All sequencing data used in this study and the Whole Genome Shotgun (WGS) assembly have been submitted to the National Center for Biotechnology Information (NCBI) via BioProject ID PRJNA108003959. PacBio DNA sequencing data is available under the NCBI Sequence Read Archive accession number SRR2808376460. PacBio Iso-Seq data for all tissues (eyes, gills, tentacles, liver and gonad) is available under the NCBI Sequence Read Archive accession numbers SRR28084366-SRR2808437061,62,63,64,65. The Omni-C data is available under the NCBI Sequence Read Archive accession number SRR2810064366. The WGS assembly has been deposited at GenBank under the accession GCA_037392515.167. Genome annotation files68, repeat sequences files69 and the mitochondrial genome assembly70, genome methylation regions71 are available in Figshare.

Technical Validation

Nucleic acid

DNA quality and quantity was measured using Thermo Scientific™ NanoDrop (260/280 = 1.87; 260/230 = 2.13, 111.8 ng/ml) and Qubit dsDNA High Sensitivity Assay (106 ng/ml). The integrity of the HMW gDNA was also confirmed by the Australian Genome Research Facility (AGRF) using the Agilent™ FemtoPulse system. RNA quality and quantity from all tissues were measured using Thermo Scientific™ NanoDrop (260/280 = 2.07–2.14; 260/230 = 1.93–2.28) and the Agilent™ TapeStation 4150 system (RIN > 9.3).

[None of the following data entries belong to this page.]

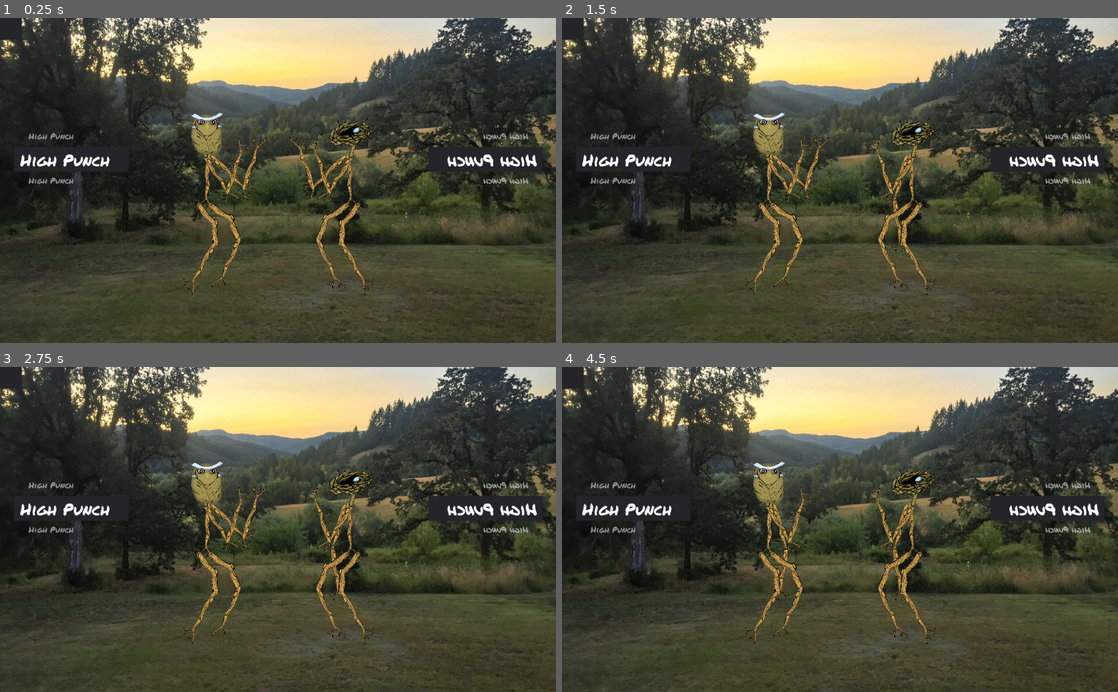
Above: before the commit, frames 1-4 (two rows, left to right).
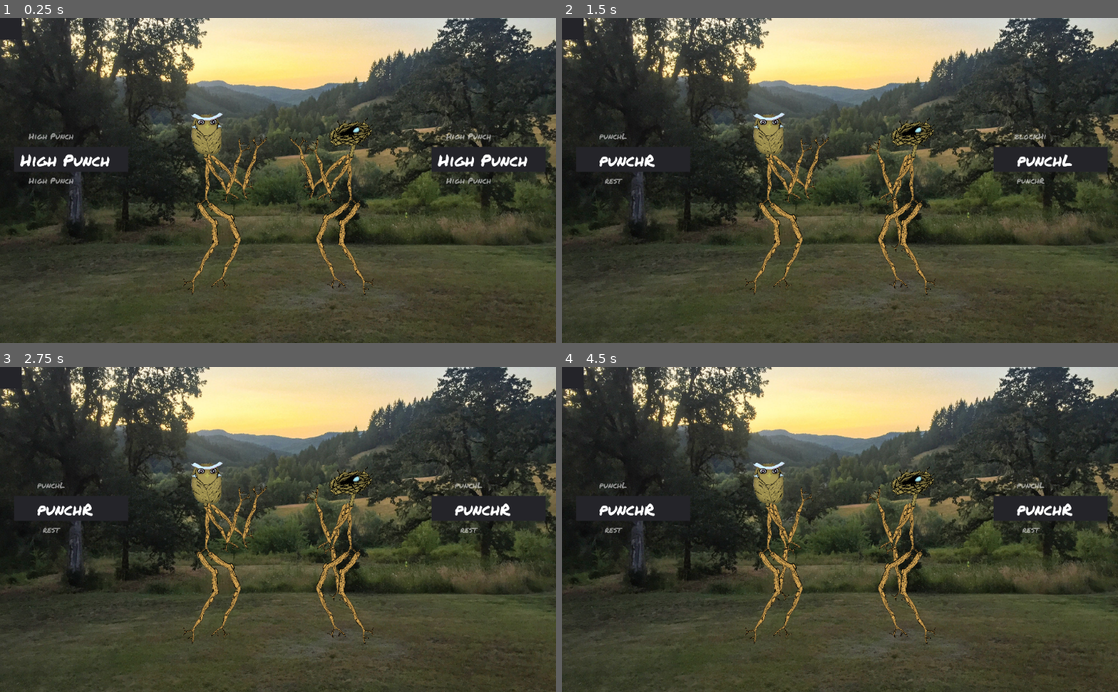
Above: after the commit, the same moments.

Repository: thesage1014/pigsSSJomt
Game: Godot game, scene res://sticky.tscn
The game is run twice, just before and just after one commit, with the same random seed, the same clock (stepped at 60 frames per second) and the same inputs.
Inputs:
- Up to frame 1 (0.25 s): no input
- Up to frame 2 (1.5 s): tap Enter (ui_accept) at 0.5, 0.77 s; tap Left (p1_a) at 0.6 s; tap Up (p1_b) at 1.35 s
- Up to frame 3 (2.75 s): tap Enter (ui_accept) at 1.52, 2 s; tap Down (p1_c) at 2.1 s
- Up to frame 4 (4.5 s): tap Enter (ui_accept) at 2.75, 3.02, 3.77, 4.25 s; tap A (p2_a) at 2.85 s; tap E (p2_b) at 3.6 s; tap D (p2_c) at 4.35 s

The runs differ from the first frame. In frame 1, 0.7% of the frame differs, in the area x 77-99%, y 35-52%; in frame 2, 1.2%, in the area x 3-99%, y 35-52%; in frame 3, 1.2%; in frame 4, 1.2%.
Error before the commit: Invalid type in function 'get_node' in base 'Panel (AttackRoller.gd)'. Cannot convert argument 1 from Nil to NodePath. (res://scripts/AttackRoller.gd:7)

Commit message:
fixed merge

Diff:
--- a/Fighter.tscn
+++ b/Fighter.tscn
@@ -706,6 +706,7 @@
 margin_right = 731.185
 margin_bottom = -411.577
 rect_pivot_offset = Vector2( 203.903, 44.2925 )
+player = NodePath("..")
 
 [node name="Skeleton" type="Skeleton2D" parent="."]
 position = Vector2( -9.35941, -478.97 )
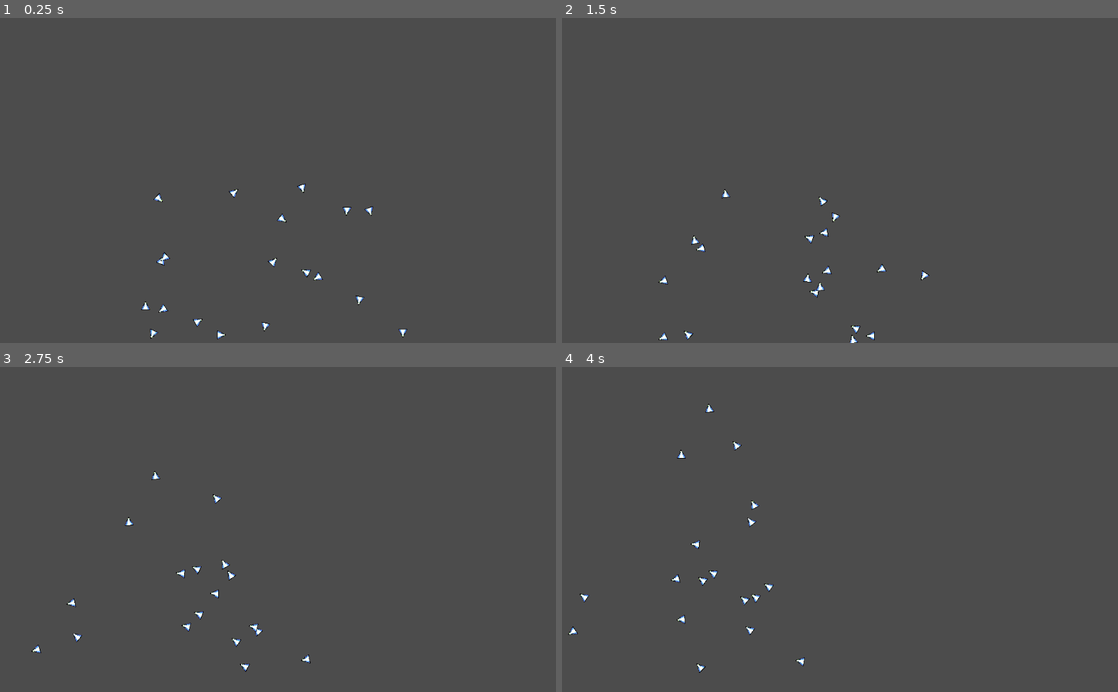
Above: before the commit, frames 1-4 (two rows, left to right).
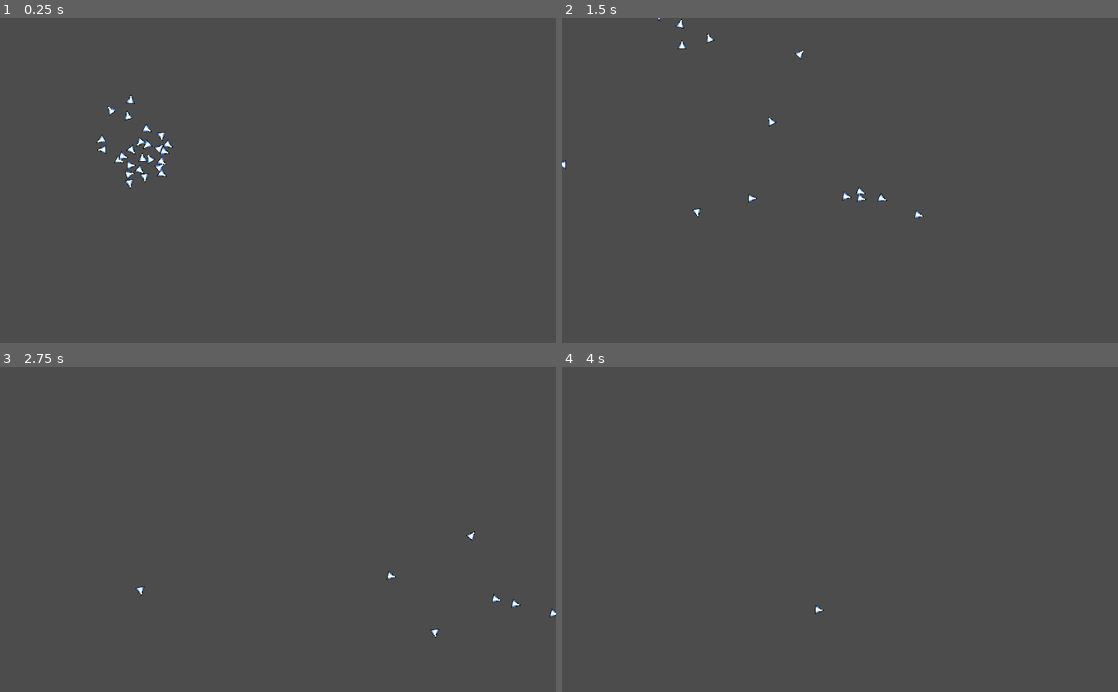
Above: after the commit, the same moments.

Repository: Coaltar/GodotBoids
Game: Godot game, scene res://BoidManager.tscn
Same seed, same stepped clock (60 frames per second), same inputs: the game is played once before the commit and once after it. The project has no main scene, so this scene is started directly.
Inputs:
- Up to frame 1 (0.25 s): no input
- Up to frame 2 (1.5 s): no input
- Up to frame 3 (2.75 s): no input
- Up to frame 4 (4 s): no input

The runs differ from the first frame. In frame 1, 1.1% of the frame differs, in the area x 17-74%, y 23-99%; in frame 2, 0.8%; in frame 3, 0.6%; in frame 4, 0.5%.

Commit message:
First pseudo code implementation

Diff:
--- a/Boid.gd
+++ b/Boid.gd
@@ -1,42 +1,38 @@
 extends Node2D
 
 
-# Declare member variables here. Examples:
-# var a = 2
-# var b = "text"
-
-const min_speed = 0;
-const max_speed = 50;
-const turn_rate = 30;
-const min_distance = 10;
-
-var count = randi() % 1000
-#var has_neighbors = false
-#var neighbor_avg_position = Vector2.ZERO
-#var neighbor_avg_bearing =  Vector2.ZERO
-#var closest_neighbor
-
-var velocity = 100
-var bearing = Vector2.ZERO
-
-func _process(delta):
-
-	#self.count += delta
-	#var newbearing = Vector2(cos(count), sin(count))
-	#self.rotate_towards(delta, newbearing)
+const min_speed = 1;
+const max_speed = 5;
+const TURN_RATE = 0.5
+const ACCEL_RATE = 0.05;
 
 
-	# MOVE
-	self.position += self.bearing*self.velocity*delta
-	# Rotate
-	self.rotation = self.bearing.angle()
+var velocity = Vector2(randf(), randf())
+var prev_vel = Vector2.ZERO
+
+func _process(_delta):
+
+	rotate_towards_velocity()
+
+	self.position += self.velocity
+
+	pass
+
+func rotate_towards_velocity():
+	self.rotation = self.velocity.normalized().angle()
+	pass
+
+func update_velocity(velocity, weight):
+
+	var direction = self.velocity.normalized().slerp(velocity.normalized(), TURN_RATE)
+	var magnitude = lerp(self.velocity.length(), velocity.length(), ACCEL_RATE)
+	magnitude = clamp(magnitude, min_speed, max_speed)
+	self.velocity = direction * magnitude
+
+	#self.prev_vel = self.velocity
+	#self.velocity = self.velocity.slerp(velocity, 1)
 
 
-func rotate_towards(delta, target):
-	self.bearing = self.bearing.slerp(target.normalized(), delta)
-
-#func adjust_speed(delta, target):
-#	self.velocity = self.velocity.lerp(self.velocity, target, delta)
-
-func adjust_speed(accel):
-	self.velocity += accel;
+	#var clamped_vel = velocity.normalized() * clamp(velocity.length(), min_speed, max_speed)
+	#var clamped_mag =  clamp(velocity.length(), min_speed, max_speed)
+	#var current_mag = self.velocity.length()
--- a/BoidManager.gd
+++ b/BoidManager.gd
@@ -2,14 +2,18 @@
 
 var boid_scene = preload("res://Boid.tscn")
 
-const MAP_DIM = 500
+const MAP_DIM = 100
 const MAX_BOIDS = 25
 
 
-const min_proximity = 100
+const min_proximity = 15
 
-const vision_distance = 500
+const vision_distance = 1000
 const vision_radius = PI/3
+
+const RULE1_FACTOR = 0.01;
+const RULE2_FACTOR = 2;
+const RULE3_FACTOR = 0.125;
 
 var boids = []
 
@@ -26,8 +30,8 @@
 	boids.resize(MAX_BOIDS)
 	for i in range(MAX_BOIDS):
 
-		var x = MAP_DIM/2 + randi() % + MAP_DIM
-		var y = MAP_DIM/2 + randi() % + MAP_DIM
+		var x = 200 + randi() % + MAP_DIM
+		var y = 200 + randi() % + MAP_DIM
 		var spawn = Vector2(x,y)
 
 		var x_dir = -1 + 2*randf()
@@ -36,7 +40,6 @@
 
 		var boid = boid_scene.instance()
 
-		boid.bearing = bearing
 		boid.position = spawn
 		add_child(boid)
 		boids[i]= boid
@@ -49,52 +52,18 @@
 
 		if(len(neighbors) > 0):
 
-			var positions = []
-			var bearings = []
-			#var velocities = []
+			var res_rule1 = rule1(boid, neighbors)
+			var res_rule2 = rule2(boid, neighbors)
+			var res_rule3 = rule3(boid, neighbors)
 
-			var nearest_distance = self.position.distance_to(neighbors[0].position)
-			var nearest_boid = neighbors[0]
+			var ideal_vel = boid.velocity + res_rule1 + res_rule2 + res_rule3
 
-			for n in neighbors:
-				positions.append(n.position)
-				bearings.append(n.bearing)
-				#velocities.append(n.velocity * n.bearing)
+			#var ideal_direction = ideal_vel.normalized()
+			#var ideal_mag = ideal_vel.length()
+			#var actual_vel = boid.velocity.slerp(ideal_vel, delta)
+			boid.update_velocity(ideal_vel, delta)
 
-				var dist = boid.position.distance_to(n.position)
-				if(dist < nearest_distance):
-					nearest_distance = dist
-					nearest_boid = n
-
-
-			var desired_pos = avg_vec2(positions)
-			if(nearest_distance < min_proximity):
-				desired_pos = (boid.position - nearest_boid.position).normalized() * (min_proximity - nearest_distance)
-
-
-			var desired_bearing = avg_vec2(bearings)
-			var offset_bearing = (desired_pos - boid.position).normalized()
-			desired_bearing = avg_vec2([desired_bearing, offset_bearing]).normalized()
-
-			var angle_delta = boid.bearing.angle_to(desired_bearing)
-			#var accel_val = -1 + 2*abs(angle_delta) / PI
-			#var avg_vel = avg_vec2(velocities)
-
-
-			boid.rotate_towards(delta, desired_bearing)
-
-
-			#boid.adjust_speed(accel_val)
-			#var target_vel =
-			#var target_rot =
-
-
-			#if(has_neighbors):
-
-
-			#calculate average position, bearing, and velocity
-			#target that position
-			#then shift away from nearest neighbor
+			pass
 		else:
 			pass
 
@@ -106,7 +75,7 @@
 
 func get_boid_neighbors(boid):
 	var nearby = []
-	var heading = boid.bearing
+	var heading = boid.velocity.normalized()
 	for other in boids:
 		if(other == boid):
 			continue
@@ -122,19 +91,39 @@
 	return nearby
 
 
-func avg_vec2(vecs):
-	var x = 0
-	var y = 0
-	var n = 0
-	for vec in vecs:
-		x += vec.x
-		y += vec.y
-		n += 1
+func rule1(boid, neighbors):
 
-	return Vector2(x/n, y/n)
+	var total_pos = Vector2.ZERO
+
+	for n in neighbors:
+		total_pos += n.position
+	total_pos = total_pos / (len(neighbors))
+
+	var offset = total_pos - boid.position
+	return offset * RULE1_FACTOR
 
 
+func rule2(boid, neighbors):
 
-# Called every frame. 'delta' is the elapsed time since the previous frame.
-#func _process(delta):
-#	pass
+	var pos = Vector2.ZERO
+
+	for n in neighbors:
+		var offset = boid.position - n.position
+		if(offset.length() < min_proximity):
+			pos += offset
+
+	return pos * RULE2_FACTOR
+
+
+func rule3(boid, neighbors):
+
+	var vel = Vector2.ZERO
+
+	for n in neighbors:
+		vel += n.velocity
+	vel = vel/len(neighbors)
+
+	return vel * RULE3_FACTOR
+
+
+#func boundary_rule

Sequencing data, assembly and annotations

Using HiFiAdapterFilt version 2.0.072, the PacBio HiFi reads BAM file was converted into a FASTA file prior to the adapter filtering and read trimming (using the default settings). The adapter-free FASTA file was used for k-mer counting using Meryl version 1.473 with k = 20 (estimated with Meryl based on the genome size). Next, the k-mer database was used as input to estimate the overall characteristics of the genome (genome heterozygosity, repeat content, and size) from sequencing reads using a kmer-based statistical approach via GenomeScope 2.0 version 1.0.074,75 (Fig. 5). The Hifiasm primary assembly output was used as input for QUAST version 5.2.076 and Merqury version 1.373 to generate a quality assessment report of the assembly. We used BUSCO version 5.5.077 with the metazoan_odb10 database to assess the genome assembly (–m geno–evalue 0.001–auto-lineage) and annotation (–m prot–evalue 0.001–lineage_dataset ‘metazoa_odb10’) completeness, resulting in 97.6% and 93.1% complete BUSCOs, respectively (Fig. 6). For BUSCO’s annotation completeness, isoforms were filtered from the gene set according to the latest BUSCO protocol78. Finally, we used Merqury73, a reference-free quality and completeness assessment tool for genome assemblies, resulting in 99.54% k-mer completeness and an assembly consensus quality value (QV) of 65.5 (>99.99% accuracy). The final assembly was visualized using Juicebox Assembly Tools35 to identify breakpoints in the assembly. However, we inspected these carefully and found that none show characteristic patterns of read coverage indicative of genuine errors (i.e. misjoins, translocations or inversions).

Fig. 5
figure 5

GenomeScope profile of H. asinina genome. Len: estimated genome length; uniq: overall length of unique, non-repetitive sequences; het: heterozygosity rate; kcov: mean k-mer coverage for first peak; err: error rate; dup: read duplication rate; k: k-mer length (automatically assigned). The figure was generated using GenomeScope 2.074,75.

Fig. 6
figure 6

BUSCO assessment results. BUSCO assembly (–genome) and annotation (–prot) assessment based on metazoa_odb10 lineage dataset (number of genomes: 65, number of BUSCOs: 954). The figure was generated using BUSCO77,78.